Gigalogy's GPT based solutions allows you to make your own GPT solutions, trained with your own data, customized according to your needs. Here are some basics to get you started. Find Maira related endpoints in our sandbox.

Documents

Documents are information that GPT will consider as a single piece of information, such as Address of Gigalogy, What is Gigalogy personalization, etc.

Datasets

A Dataset is a collection of documents in a single file. For instance, single dataset may contain documents with information such as Address of Gigalogy, What is Gigalogy personalization, What is Maira.

Profiles

With each request sent to GPT endpoints POST /v1/gpt/ask and POST /v1/gpt/ask/vision, we include a parameter called gpt_profile_id. This parameter's value points to a GPT profile. GPT profiles hold information that tells the GPT how to process the information provided (query) and how to respond. To see more about what is inside a profile, check out the parameters and the example request body of the endpoint POST /v1/gpt/profiles.

There are two types of profiles. One is for the /gpt/ask endpoint, which is a general profile for any model except gpt-4-vision-preview. The other is for the /gpt/ask/vision endpoint, for which we currently support only gpt-4-vision-preview as the model.

Project setup

Project setup for Maira involves preparing, uploading and training your data. Additionally, set up the required setting the parameters to suit your requirement.

Dataset

Upload Dataset

Use the endpoint POST /v1/gpt/datasets to upload a dataset that will be used to train your customized GPT bot. Currently, we accept CSV and JSON format. You will find the required parameters and description in the sandbox in the link above.

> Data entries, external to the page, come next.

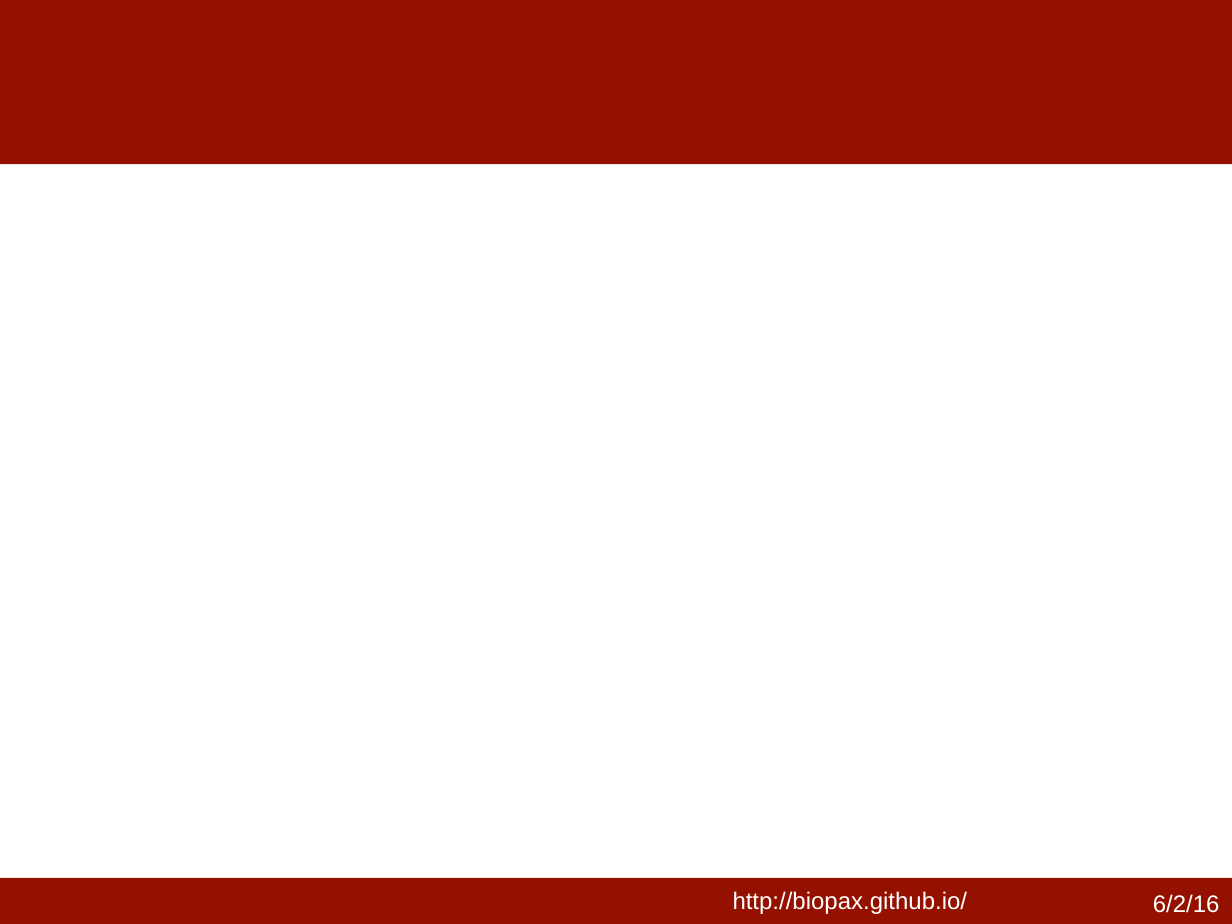
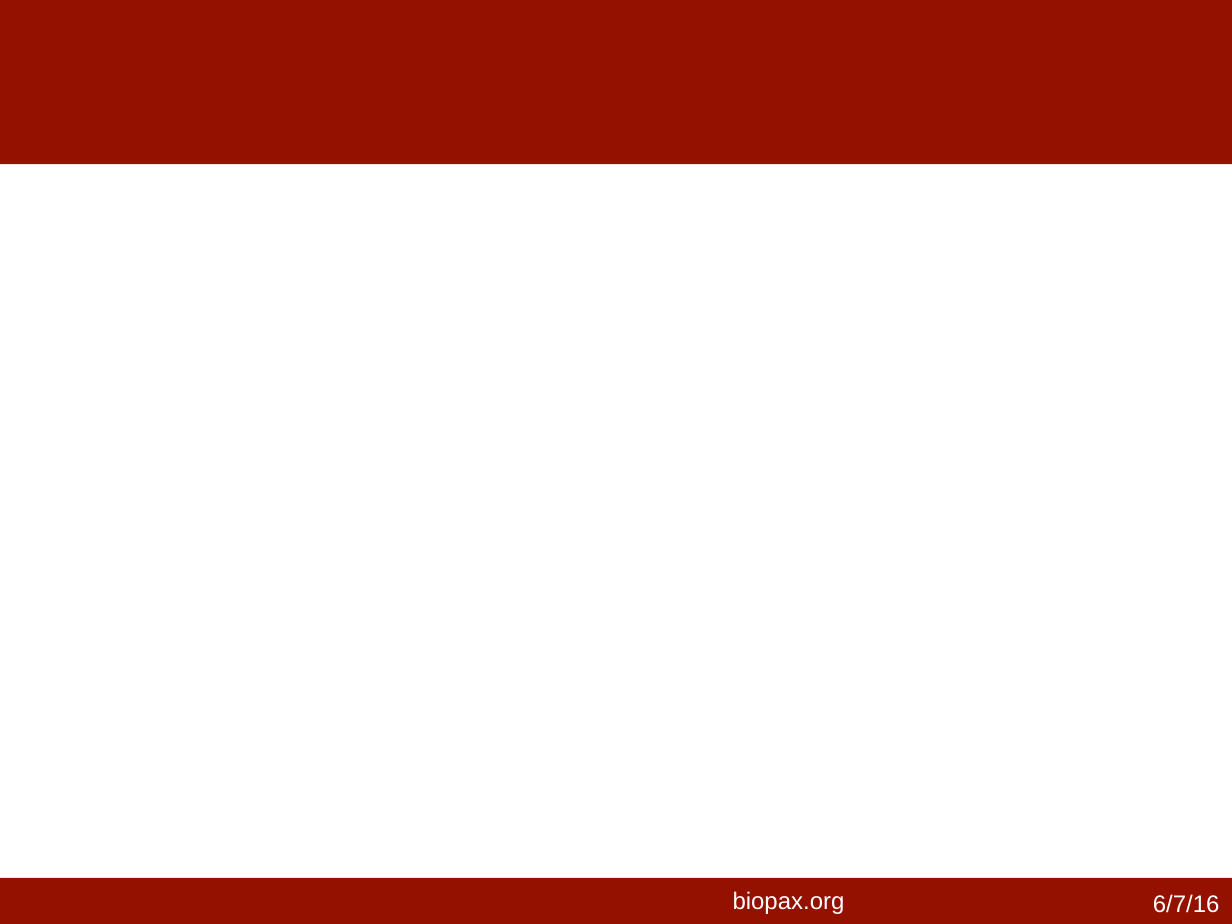
Before and after one commit to cannin/biopaxTutorial, a slide deck: slide 12 of biopaxTutorial/conferencePresentations_post2015/harmony_2016_biopaxIntro/biopaxIntro_060616.pptx (slide 11 before the commit). Drawn at 1232x924 pixels with LibreOffice and Linux fonts; fonts in the diff are those of the drawing. Boxes give left, top, right and bottom in pixels: in the first picture for what was removed or moved away, otherwise in the second. Text is boxed around its words. In the diff, an @@ line names an element or a change of style, - is before the commit and + after.

```diff
--- a/biopaxTutorial/conferencePresentations_post2015/harmony_2016_biopaxIntro/biopaxIntro_060616.pptx
+++ b/biopaxTutorial/conferencePresentations_post2015/harmony_2016_biopaxIntro/biopaxIntro_060616.pptx
@@ text removed at [733,891,968,914] @@
-http://biopax.github.io/
@@ text added at [733,891,845,914], 14 pt, text #FFFFFF @@
+biopax.org
@@ text at [1153,894,1220,913]: text changed @@
-6/2/16
+6/7/16
```
Also in this commit, not shown: 10 other slides changed, 1 slide added.

How to see uploaded datasets

Once the dataset is uploaded, you can use /v1/gpt/datasets to see all your datasets of your project. The response will give you below details along with the datasets ids. This dataset_id will be required to edit, delete, train your data.

  {
    "dataset_id": "a8bf8ddd-b5cb-4bea-a82b-4ac148f01c0a",
    "created_at": "2023-12-24T20:23:34.992063+09:00",
    "name": "NAME OF THE DATASET",
    "description": DESCRIPTION OF THE DATASET,
    "idx_column_name": "idx",
    "image_url_column": "images"
  }

Delete dataset

Use the endpoint DELETE /v1/gpt/datasets/{dataset_id} to delete a dataset or particular documents from a dataset. You can find the expected request body, with required parameters and values in our sandbox here

Update Dataset

To be updated

Updating and deleting - Documents

To be updated

Training

Use endpoint POST /v1/gpt/dataset/train to train your uploaded dataset. This endpoint will take the dataset id and image type. It is good practice to train only what is necessary to optimize the usage of resources.

Profile

Setup profile

Use POST /v1/gpt/profiles to setup GPT profile. You can setup multiple profiles. However you will need to select one as the default profile in the next step.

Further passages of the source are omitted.